(Saved entries)
BEGIN

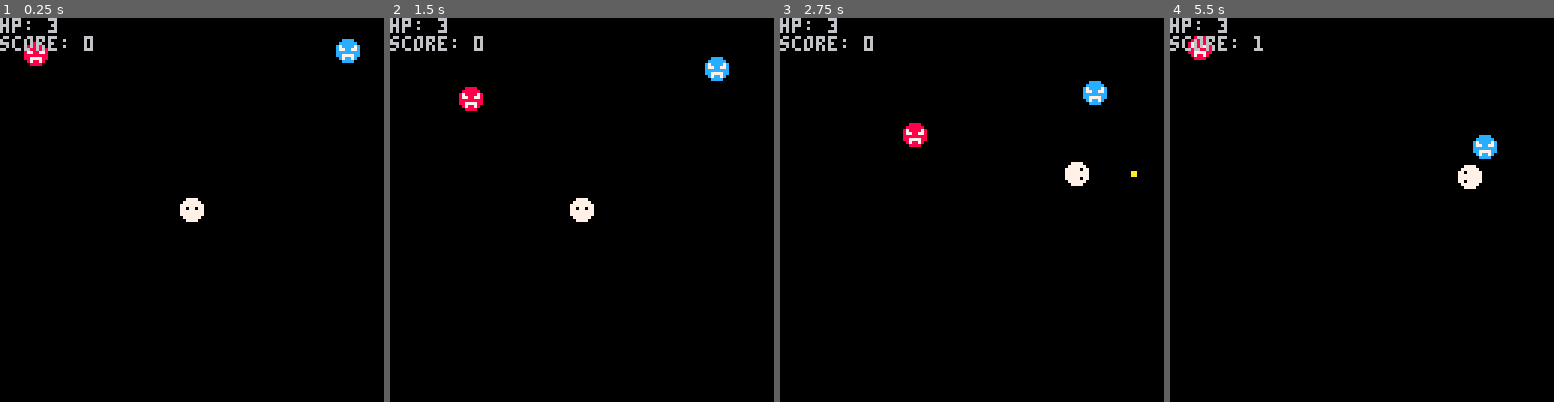
Above: before the commit, frames 1-4 (left to right).
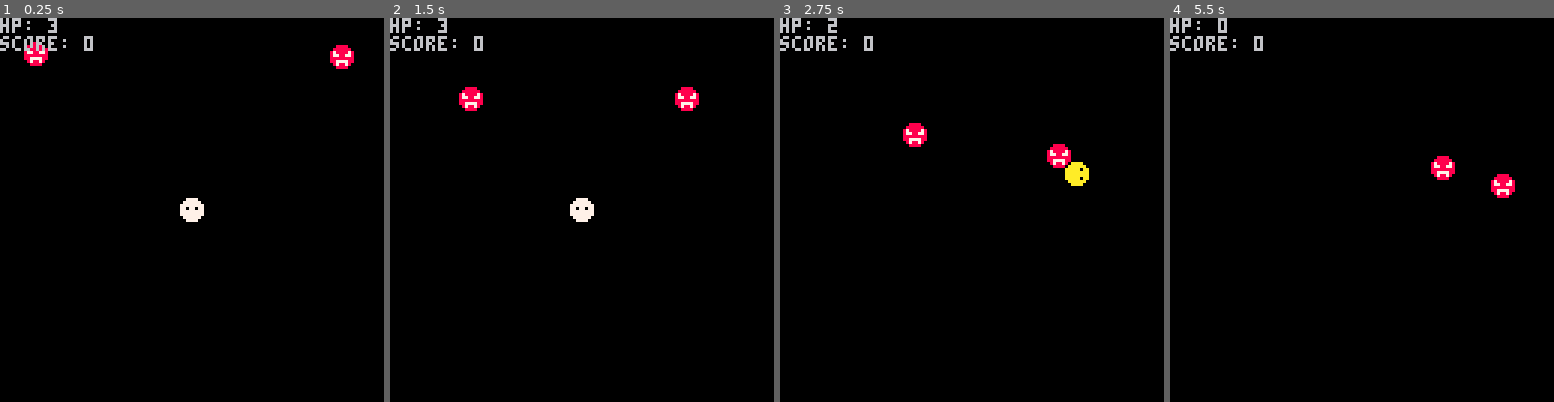
Above: after the commit, the same moments.

Repository: Bakawy/Pico_Games
Game: PICO-8 cartridge shooty_game.p8
Same seed, same stepped clock (60 frames per second), same inputs: the game is played once before the commit and once after it.
Inputs:
- Up to frame 1 (0.25 s): no input
- Up to frame 2 (1.5 s): tap X (X key) at 0.33, 1.07 s; tap O (Z key) at 0.7 s
- Up to frame 3 (2.75 s): hold Right 1.6-2.1 s; tap O (Z key) at 1.7, 2.1, 2.5 s; tap X (X key) at 1.85 s; hold Up 2.15-2.42 s; hold Right from 2.47 s (still down)
- Up to frame 4 (5.5 s): tap O (Z key) every 0.4 s from 2.9 to 5.3 s; tap X (X key) at 2.97, 4.08, 5.2 s; release Right at 3.03 s; hold Left 3.08-3.58 s; hold Down 3.63-3.97 s; hold Right 4.02-4.68 s; hold Up 4.73-5.03 s; hold Left from 5.08 s (still down)

The runs differ from the first frame. In frame 1, 0.4% of the frame differs, in the area x 85-94%, y 5-14%; in frame 2, 0.6%; in frame 3, 1.0%; in frame 4, 1.6%, in the area x 4-90%, y 0-47%.

Commit message:
added shotgun and another enemy

Diff:
--- a/shooty_game.p8
+++ b/shooty_game.p8
@@ -19,11 +19,17 @@
 	shootcooldown=0
 	iframes=0
 	killcount=0
+	weapon=1
 
 	typetable = {
 		{hp=1, speed=0.35},
 		{hp=3, speed=0.15},
 		{hp=1, speed=0.55},
+		{hp=2, speed=0.1},
+	}
+	weapontable = {
+		{speed=2, range=64, shots=1, dmg=1, firerate=0.25},
+		{speed=1.5, range=32, shots=3, dmg=0.5, firerate=0.5},
 	}
 
 	bullets={}
@@ -38,7 +44,7 @@
 	end
 	moveenemies()
 	movebullets()
-	if #enemies<flr(2+killcount/10) then spawnenemy() end
+	if #enemies<flr(2+killcount/15) then spawnenemy() end
 	checkcollisions()
 end
 
@@ -82,7 +88,7 @@
 	if btn(🅾️) then
 		input.o = true
 	end
-	if btn(❎) then
+	if btnp(❎) then
 		input.x = true
 	end
 end
@@ -92,6 +98,11 @@
 	isshoot = input.o
 	shootcooldown -= 1
 	iframes -= 1
+
+	if input.x then
+		weapon = (weapon % #weapontable) + 1
+		sfx(4)
+	end
 
 	if isshoot and facing.x=="n" and facing.y=="n" then facing={x="r",y="n"} end
 
@@ -120,7 +131,12 @@
 function playershoot()
 	local dx = 0
 	local dy = 0
-	local firerate=0.25 --seconds per shot
+
+	local speed=weapontable[weapon].speed
+	local range=weapontable[weapon].range
+	local shots=weapontable[weapon].shots
+	local dmg=weapontable[weapon].dmg
+	local firerate=weapontable[weapon].firerate
 
 	if shootcooldown>0 then return
 	else shootcooldown=firerate*60 end
@@ -130,25 +146,43 @@
 	if facing.y=="u" then dy=1
 	elseif facing.y=="d" then dy=-1 end
 
-	shoot(x, y, atan2(dx, dy))
-end
--->8
-function shoot(x, y, dir)
+	if shots == 1 then
+		shoot(x, y, atan2(dx, dy), range, speed, dmg)
+	else
+		local dir = atan2(dx, dy)
+		local spread = 0.1
+
+		for i = 0, shots - 1 do
+			local offset = -spread / 2 + (i / (shots - 1)) * spread
+			shoot(x, y, dir + offset, range, speed, dmg)
+		end
+	end
+end
+-->8
+function shoot(x, y, dir, range, speed, dmg)
 	sfx(0)
 	add(bullets, {
 		x=x,
 		y=y,
+		startx=x,
+		starty=y,
 		dir=dir,
+		range=range*range,
+		speed=speed,
+		dmg=dmg,
 	})
 end
 
 function movebullets()
-	local speed = 2
 	for b in all(bullets) do
-		b.x += speed * cos(b.dir)
-		b.y -= speed * sin(b.dir)
-
-		if b.x>128 or b.x<0 or b.y>128 or b.y<0 then
+		b.x += b.speed * cos(b.dir)
+		b.y -= b.speed * sin(b.dir)
+
+		local dx = b.x - b.startx
+		local dy = b.y - b.starty
+		local dist_sq = dx*dx + dy*dy
+
+		if dist_sq > b.range then
 			del(bullets, b)
 		end
 	end
@@ -158,11 +192,9 @@
 	local weights = {}
 	local max_type = #typetable
 
-	for i=1,max_type do
-		local base = (max_type - i) * 10
-
-		local scaling = flr(killcount / 10) * i
-
+	for i = 1, max_type do
+		local base = (max_type - i + 1)^2 * 20
+		local scaling = flr(sqrt(killcount)) * (i - 1)^1.2
 		weights[i] = base + scaling
 	end
 
@@ -180,13 +212,15 @@
 end
 
 
-function spawnenemy()
-	local type = pickenemytype()
+
+
+function spawnenemy(t, x, y)
+	local type = t and t or pickenemytype()
 	local data = typetable[type]
 
 	local enemy = {
-		x = rnd({10, 118}),
-		y = rnd({10, 118}),
+		x = x and x or rnd({10, 118}),
+		y = y and y or rnd({10, 118}),
 		type = type
 	}
 
@@ -230,13 +264,17 @@
 	for b in all(bullets) do
 		for e in all(enemies) do
 			if collide({x=b.x,y=b.y,w=2,h=2}, {x=e.x,y=e.y,w=8,h=8}) then
+				e.hp -= b.speed
+				sfx(3)
 				del(bullets, b)
-				e.hp -= 1
-				sfx(3)
 				if e.hp <= 0 then
 					killcount += 1
 					sfx(2)
 					del(enemies, e)
+					if e.type == 4 then
+						spawnenemy(1, e.x-5, e.y)
+						spawnenemy(1, e.x+5, e.y)
+					end
 				end
 				break
 			end
@@ -288,6 +326,7 @@
 		{},
 		{[8]=12},
 		{[8]=10},
+		{[8]=15},
 	}
 	for e in all(enemies) do
 		pal(colortable[e.type])
Not shown, changed: the sound effects (__sfx__) section of shooty_game.p8

END

WORK TASK –
Among the lines above, repeat exactly those from the line with "t or pickenemytype()" to the line with "-230,13 +264,17 @@", counting both ends.

ANSWER TO THE PROBLEM –
+	local type = t and t or pickenemytype()
 	local data = typetable[type]
 
 	local enemy = {
-		x = rnd({10, 118}),
-		y = rnd({10, 118}),
+		x = x and x or rnd({10, 118}),
+		y = y and y or rnd({10, 118}),
 		type = type
 	}
 
@@ -230,13 +264,17 @@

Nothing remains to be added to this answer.